Les restaurants de chiens pullulant dans le nord-ouest de Hanoï, j'enfourchai mon vélo pour m'y rendre. Mais avec la chaleur, l'humidité et, disons-le, mes réticences «culturelles», mon appétit déjà incertain a flanché en cours de route. Une amie québécoise m'a cependant certifié que, à son avis, je n'avais pas loupé le festin de Babette. Le chien, riche en protéines, dégage une odeur assez forte en plus d'être coriace et d'avoir un goût prononcé. Voilà sûrement pourquoi la bête se mange arrosée de plusieurs bières ou d'alcool de riz.

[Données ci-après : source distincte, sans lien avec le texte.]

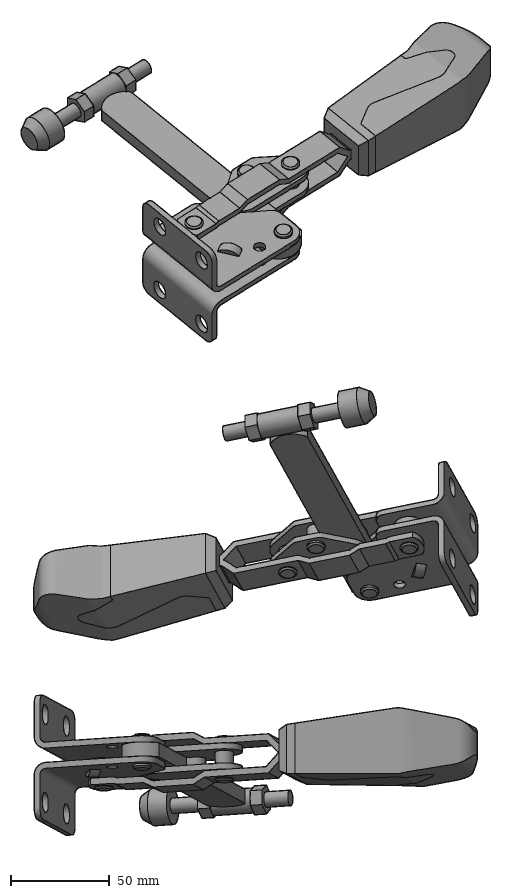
import cadquery as cq
import math


ARM_THICKNESS = 7.3
ARM_HALF = ARM_THICKNESS / 2
SHEET = 3.0
SHEET_OUTER = ARM_HALF + SHEET
LEVER_SHEET = 3.3
LEVER_OUTER = SHEET_OUTER + LEVER_SHEET
TALL = 88.5

LEVER_PIVOT = (0.0, 23.0)
HANDLE_PIVOT = (0.0, 87.7)
LINK_PIVOT = (-12.0, 68.7)
ARM_PIVOT = (32.1, 55.0)
PIN_R = 2.9
HEAD_R = 4.7
HEAD_CHAMFER = 0.9
LEVER_HEAD = 1.3
SHEET_HEAD = 2.0
SPACER_R = 7.8

BASE_LEFT = -13.0
BASE_RIGHT = 40.3
BASE_CORNER_R = BASE_RIGHT - ARM_PIVOT[0]
BASE_TOP = ARM_PIVOT[1] + BASE_CORNER_R
SHOULDER_Y = 37.7
SHOULDER_R = 5.0
NECK_LOWER_X = 0.2
NECK_UPPER_X = 18.2
NECK_R = 6.6
FLANGE_SPAN = 64.0
FLANGE_HALF = FLANGE_SPAN / 2
FLANGE_CORNER_R = 5.0
BEND_OUTER_R = 2 * SHEET
SLOT_WIDTH = 8.9
SLOT_LENGTH = 10.2
SLOT_Z = 22.5
STOP_HOLE_D = 6.0
STOP_HOLE_Y = 39.0
BEAD_CENTER = (24.1, 26.0)
BEAD_LENGTH = 11.5
BEAD_WIDTH = 5.3
BEAD_HEIGHT = 2.7
BEAD_ANGLE = 31.0

LINK_R = 9.0
LINK_LEFT = -18.4
LINK_LOWER_Y = ARM_PIVOT[1]
LINK_CORNER_R = 4.2
LINK_EDGE_ANGLE = 36.4

SPINDLE_X = -107.6
ARM_HEIGHT = 20.0
ARM_LEFT = -101.5
ARM_RIGHT = 39.9
ARM_END_BULGE = 5.3
LUG_R = 4.7
SLEEVE_D = 12.8
SLEEVE_LENGTH = 21.7
SPINDLE_R = 4.0
SPINDLE_TOP = 85.0
NUT_ACROSS_FLATS = 13.0
NUT_HEIGHT = 6.5
PAD_R = 9.5
PAD_TIP_R = 6.5
PAD_TIP_Y = 6.5
PAD_CONE_Y = 11.7
PAD_TOP_Y = 22.0

LEVER_WIDTH = 15.3
LEVER_HALF_WIDTH = LEVER_WIDTH / 2
LEVER_END_Y = 15.7
LEVER_END_SIDE_Y = 18.5
TANG_LENGTH = 39.9
LEVER_SPREAD_Y = 114.0
LEVER_JOG = 3.3
LEVER_STEP = 0.7
LEVER_JOG_YS = (79.7, 73.8, 52.3, 47.0)
LEVER_STEP_YS = (33.0, 31.0)

GRIP_FACE_Y = 121.5
GRIP_CHAMFER_Y = 126.5
GRIP_RIDGE_Y = 187.2
GRIP_NOSE_Y = 213.0
GRIP_NOSE_TIP_Y = 223.0
GRIP_FACE_HALF = 10.5
GRIP_CHAMFER_HALF = 12.6
GRIP_RIDGE_HALF = 17.0
GRIP_NOSE_HALF = 12.0
GRIP_SEAM_LEFT_Y = 176.5
GRIP_SEAM_RIGHT_Y = 131.1
GRIP_CORNERS = [
    (-13.0, GRIP_FACE_Y, 0),
    (13.3, GRIP_FACE_Y, 0),
    (15.5, GRIP_CHAMFER_Y, 0),
    (17.7, 189.2, 26.5),
    (1.3, 225.7, 10.2),
    (-26.8, 209.8, 9.0),
    (-17.0, 181.2, 0),
    (-15.5, GRIP_CHAMFER_Y, 0),
]
GRIP_SEAM_CORNERS = [
    (4.2, GRIP_SEAM_RIGHT_Y, 1.3),
    (-2.9, 142.9, 6.6),
    (8.5, 183.2, 8.9),
    (-2.9, 204.2, 4.0),
    (-13.5, GRIP_SEAM_LEFT_Y, 1.3),
]


def rounded_outline(corners):
    """XY outline through (x, y, radius) corners, each rounded by a tangent arc."""
    arcs = []
    count = len(corners)
    for i, (x, y, radius) in enumerate(corners):
        corner = cq.Vector(x, y)
        before = (cq.Vector(*corners[i - 1][:2]) - corner).normalized()
        after = (cq.Vector(*corners[(i + 1) % count][:2]) - corner).normalized()
        half_angle = before.getAngle(after) / 2
        setback = radius / math.tan(half_angle)
        to_middle = radius / math.sin(half_angle) - radius
        middle = corner + (before + after).normalized() * to_middle
        arcs.append((corner + before * setback, middle, corner + after * setback, radius))
    outline = cq.Workplane("XY").moveTo(*arcs[-1][2].toTuple()[:2])
    for start, middle, end, radius in arcs:
        outline = outline.lineTo(start.x, start.y)
        if radius > 0:
            outline = outline.threePointArc((middle.x, middle.y), (end.x, end.y))
    return outline.close()


def plate(outline, bottom, top):
    """Extrude an XY outline from Z = bottom to Z = top."""
    return outline.extrude(top - bottom).translate((0, 0, bottom))


def with_mirror(half):
    """Add the copy of a shape mirrored in the mid-plane."""
    return half.union(half.mirror("XY"))


def cylinder(center, radius, half_length):
    """Cylinder along Z, centred on the mid-plane."""
    return plate(cq.Workplane("XY").center(*center).circle(radius), -half_length, half_length)


def rivet(center, shoulder, head_height):
    """Pin along Z with a chamfered head on each end, seated at Z = +-shoulder."""
    top = shoulder + head_height
    head = plate(cq.Workplane("XY").center(*center).circle(HEAD_R), shoulder, top)
    head = head.faces(">Z").chamfer(HEAD_CHAMFER)
    return cylinder(center, PIN_R, shoulder).union(with_mirror(head))


def base_plate_outline():
    return rounded_outline([
        (BASE_LEFT, 0, 0),
        (BASE_RIGHT, 0, 0),
        (BASE_RIGHT, BASE_TOP, BASE_CORNER_R),
        (NECK_UPPER_X, BASE_TOP, NECK_R),
        (NECK_LOWER_X, SHOULDER_Y, 0),
        (BASE_LEFT, SHOULDER_Y, SHOULDER_R),
    ])


def base_angle():
    """Upright sheet and flange with a rounded bend, on the +Z side."""
    length = BASE_RIGHT - BASE_LEFT
    angle = (
        cq.Workplane("YZ", origin=(BASE_LEFT, 0, 0))
        .moveTo(0, ARM_HALF)
        .lineTo(BASE_TOP, ARM_HALF)
        .lineTo(BASE_TOP, SHEET_OUTER)
        .lineTo(SHEET, SHEET_OUTER)
        .lineTo(SHEET, FLANGE_HALF)
        .lineTo(0, FLANGE_HALF)
        .close()
        .extrude(length)
    )
    bend_inner = cq.selectors.NearestToPointSelector((BASE_LEFT + length / 2, SHEET, SHEET_OUTER))
    bend_outer = cq.selectors.NearestToPointSelector((BASE_LEFT + length / 2, 0, ARM_HALF))
    angle = angle.edges("|X").edges(bend_inner).fillet(BEND_OUTER_R - SHEET)
    angle = angle.edges("|X").edges(bend_outer).fillet(BEND_OUTER_R)
    angle = angle.edges("|Y and >Z").fillet(FLANGE_CORNER_R)
    return angle.intersect(plate(base_plate_outline(), 0, FLANGE_HALF))


def stop_bead():
    """Arched bead standing on the outer face of a base plate."""
    half = BEAD_LENGTH / 2
    return (
        cq.Workplane("XZ", origin=(0, BEAD_WIDTH / 2, 0))
        .moveTo(-half, 0)
        .threePointArc((0, BEAD_HEIGHT), (half, 0))
        .close()
        .extrude(BEAD_WIDTH)
        .rotate((0, 0, 0), (0, 0, 1), BEAD_ANGLE)
        .translate((*BEAD_CENTER, SHEET_OUTER))
    )


def make_base():
    half = base_angle().union(stop_bead())
    slots = (
        cq.Workplane("XZ")
        .pushPoints([(LEVER_PIVOT[0], SLOT_Z), (ARM_PIVOT[0], SLOT_Z)])
        .slot2D(SLOT_LENGTH, SLOT_WIDTH, 90)
        .extrude(2 * SHEET, both=True)
    )
    body = with_mirror(half.cut(slots))
    body = body.cut(cylinder((ARM_PIVOT[0], STOP_HOLE_Y), STOP_HOLE_D / 2, TALL))
    body = body.union(cylinder(LEVER_PIVOT, SPACER_R, ARM_HALF))
    body = body.union(rivet(ARM_PIVOT, SHEET_OUTER, SHEET_HEAD))
    return body.union(rivet(LEVER_PIVOT, LEVER_OUTER, LEVER_HEAD))


def link_outline():
    """Two equal lobes, with edges that slant from them to a straight left side."""
    upper_y = HANDLE_PIVOT[1]
    angle = math.radians(LINK_EDGE_ANGLE)
    apex_rise = LINK_R / math.tan(angle / 2)
    corner_drop = (LINK_R - LINK_LEFT) / math.tan(angle) - apex_rise
    return rounded_outline([
        (LINK_LEFT, upper_y - corner_drop, LINK_CORNER_R),
        (LINK_LEFT, LINK_LOWER_Y + corner_drop, LINK_CORNER_R),
        (LINK_R, LINK_LOWER_Y - apex_rise, LINK_R),
        (LINK_R, upper_y + apex_rise, LINK_R),
    ])


def make_links():
    body = with_mirror(plate(link_outline(), ARM_HALF, SHEET_OUTER))
    body = body.union(cylinder(HANDLE_PIVOT, HEAD_R, ARM_HALF))
    body = body.union(rivet(HANDLE_PIVOT, LEVER_OUTER, LEVER_HEAD))
    return body.union(rivet(LINK_PIVOT, SHEET_OUTER, SHEET_HEAD))


def spindle_cylinder(radius, bottom_y, top_y):
    """Cylinder on the spindle axis."""
    return (
        cq.Workplane("XZ", origin=(SPINDLE_X, bottom_y, 0)).circle(radius).extrude(bottom_y - top_y)
    )


def make_arm():
    middle_y = ARM_PIVOT[1]
    low = middle_y - ARM_HEIGHT / 2
    high = middle_y + ARM_HEIGHT / 2
    bar = (
        cq.Workplane("XY")
        .moveTo(ARM_LEFT + ARM_END_BULGE, low)
        .lineTo(ARM_RIGHT - ARM_END_BULGE, low)
        .threePointArc((ARM_RIGHT, middle_y), (ARM_RIGHT - ARM_END_BULGE, high))
        .lineTo(ARM_LEFT + ARM_END_BULGE, high)
        .threePointArc((ARM_LEFT, middle_y), (ARM_LEFT + ARM_END_BULGE, low))
        .close()
        .extrude(ARM_HALF, both=True)
    )
    lug_foot = LINK_PIVOT[1] - middle_y
    lug = (
        cq.Workplane("XY")
        .center(LINK_PIVOT[0], middle_y + lug_foot / 2)
        .rect(2 * LUG_R, lug_foot)
        .extrude(ARM_HALF, both=True)
        .union(cylinder(LINK_PIVOT, LUG_R, ARM_HALF))
    )
    sleeve_low = middle_y - SLEEVE_LENGTH / 2
    sleeve_high = middle_y + SLEEVE_LENGTH / 2
    arm = bar.union(lug).union(spindle_cylinder(SLEEVE_D / 2, sleeve_low, sleeve_high))
    arm = arm.cut(spindle_cylinder(SPINDLE_R, sleeve_low, sleeve_high))
    for pivot in (ARM_PIVOT, LINK_PIVOT):
        arm = arm.cut(cylinder(pivot, PIN_R, ARM_HALF))
    return arm


def nut(bottom_y):
    """Hexagonal nut with a flat facing -X."""
    across_corners = NUT_ACROSS_FLATS / math.cos(math.pi / 6)
    return (
        cq.Workplane("XZ", origin=(SPINDLE_X, bottom_y, 0))
        .transformed(rotate=(0, 0, 90))
        .polygon(6, across_corners)
        .extrude(-NUT_HEIGHT)
    )


def make_spindle():
    profile = [
        (0, PAD_TIP_Y),
        (PAD_TIP_R, PAD_TIP_Y),
        (PAD_R, PAD_CONE_Y),
        (PAD_R, PAD_TOP_Y),
        (SPINDLE_R, PAD_TOP_Y),
        (SPINDLE_R, SPINDLE_TOP),
        (0, SPINDLE_TOP),
    ]
    body = (
        cq.Workplane("XY", origin=(SPINDLE_X, 0, 0))
        .polyline(profile)
        .close()
        .revolve(360, (0, 0), (0, 1))
    )
    upper_nut_y = ARM_PIVOT[1] + SLEEVE_LENGTH / 2
    lower_nut_y = ARM_PIVOT[1] - SLEEVE_LENGTH / 2 - NUT_HEIGHT
    for bottom_y in (lower_nut_y, upper_nut_y):
        body = body.union(nut(bottom_y))
    return body


def lever_strip_profile():
    """YZ outline of the +Z strip, from the tang to the free end and back along the inside."""
    spread = LEVER_OUTER - LEVER_SHEET
    spread_inner_y = LEVER_SPREAD_Y - LEVER_SHEET * math.tan(math.pi / 8)
    rises = (0, LEVER_JOG, LEVER_JOG, LEVER_STEP, LEVER_STEP, 0)
    bends = list(zip(LEVER_JOG_YS + LEVER_STEP_YS, rises))
    tang_end = GRIP_FACE_Y + TANG_LENGTH
    outer = [(tang_end, LEVER_SHEET)]
    outer += [(LEVER_SPREAD_Y + spread, LEVER_SHEET), (LEVER_SPREAD_Y, LEVER_OUTER)]
    outer += [(y, LEVER_OUTER + rise) for y, rise in bends]
    outer += [(LEVER_END_Y, LEVER_OUTER)]
    inner = [(tang_end, 0), (spread_inner_y + spread, 0), (spread_inner_y, SHEET_OUTER)]
    inner += [(y, SHEET_OUTER + rise) for y, rise in bends]
    inner += [(LEVER_END_Y, SHEET_OUTER)]
    return outer + inner[::-1]


def make_lever():
    strip = (
        cq.Workplane("YZ").polyline(lever_strip_profile()).close().extrude(LEVER_HALF_WIDTH, both=True)
    )
    outline = (
        cq.Workplane("XY")
        .moveTo(LEVER_HALF_WIDTH, LEVER_END_SIDE_Y)
        .lineTo(LEVER_HALF_WIDTH, GRIP_FACE_Y + TANG_LENGTH)
        .lineTo(-LEVER_HALF_WIDTH, GRIP_FACE_Y + TANG_LENGTH)
        .lineTo(-LEVER_HALF_WIDTH, LEVER_END_SIDE_Y)
        .threePointArc((0, LEVER_END_Y), (LEVER_HALF_WIDTH, LEVER_END_SIDE_Y))
        .close()
    )
    lever = with_mirror(strip.intersect(plate(outline, 0, TALL)))
    for pivot in (LEVER_PIVOT, HANDLE_PIVOT):
        lever = lever.cut(cylinder(pivot, PIN_R, LEVER_OUTER))
    return lever


def grip_form():
    """Outer form of the whole grip: its XY outline trimmed by its YZ outline."""
    side = rounded_outline(GRIP_CORNERS).extrude(TALL, both=True)
    thickness = (
        cq.Workplane("YZ")
        .moveTo(GRIP_FACE_Y, -GRIP_FACE_HALF)
        .lineTo(GRIP_CHAMFER_Y, -GRIP_CHAMFER_HALF)
        .lineTo(GRIP_RIDGE_Y, -GRIP_RIDGE_HALF)
        .lineTo(GRIP_NOSE_Y, -GRIP_NOSE_HALF)
        .threePointArc((GRIP_NOSE_TIP_Y, 0), (GRIP_NOSE_Y, GRIP_NOSE_HALF))
        .lineTo(GRIP_RIDGE_Y, GRIP_RIDGE_HALF)
        .lineTo(GRIP_CHAMFER_Y, GRIP_CHAMFER_HALF)
        .lineTo(GRIP_FACE_Y, GRIP_FACE_HALF)
        .close()
        .extrude(TALL, both=True)
    )
    return side.intersect(thickness)


def grip_body_region():
    """Region on the lever side of the seam, reaching past the grip on its outer sides."""
    return rounded_outline([
        (-TALL, 0, 0),
        (TALL, 0, 0),
        (TALL, GRIP_SEAM_RIGHT_Y, 0),
        *GRIP_SEAM_CORNERS,
        (-TALL, GRIP_SEAM_LEFT_Y, 0),
    ]).extrude(TALL, both=True)


base = make_base()
links = make_links()
arm = make_arm()
spindle = make_spindle()
lever = make_lever()
grip = grip_form().cut(lever)
grip_body = grip.intersect(grip_body_region())
grip_head = grip.cut(grip_body_region())

result = cq.Compound.makeCompound([
    base.solids().val(),
    links.solids().val(),
    arm.solids().val(),
    spindle.solids().val(),
    lever.solids().val(),
    grip_body.solids().val(),
    grip_head.solids().val(),
])

Au retour de la randonnée, j'ai cependant eu une vision passablement commune dans les rues de Hanoï. Sur l'étal d'un boucher, un chien de petite taille - comme ils le sont toujours pour la consommation - avait été laqué et coupé en trois.

Mais n'allez pas croire que le chien n'a pas aussi le statut d'animal de compagnie au Viêtnam. Seulement, il n'est pas impossible que le gentil toutou finisse ses jours au milieu de la table, entouré de ses maîtres, baguettes à la main.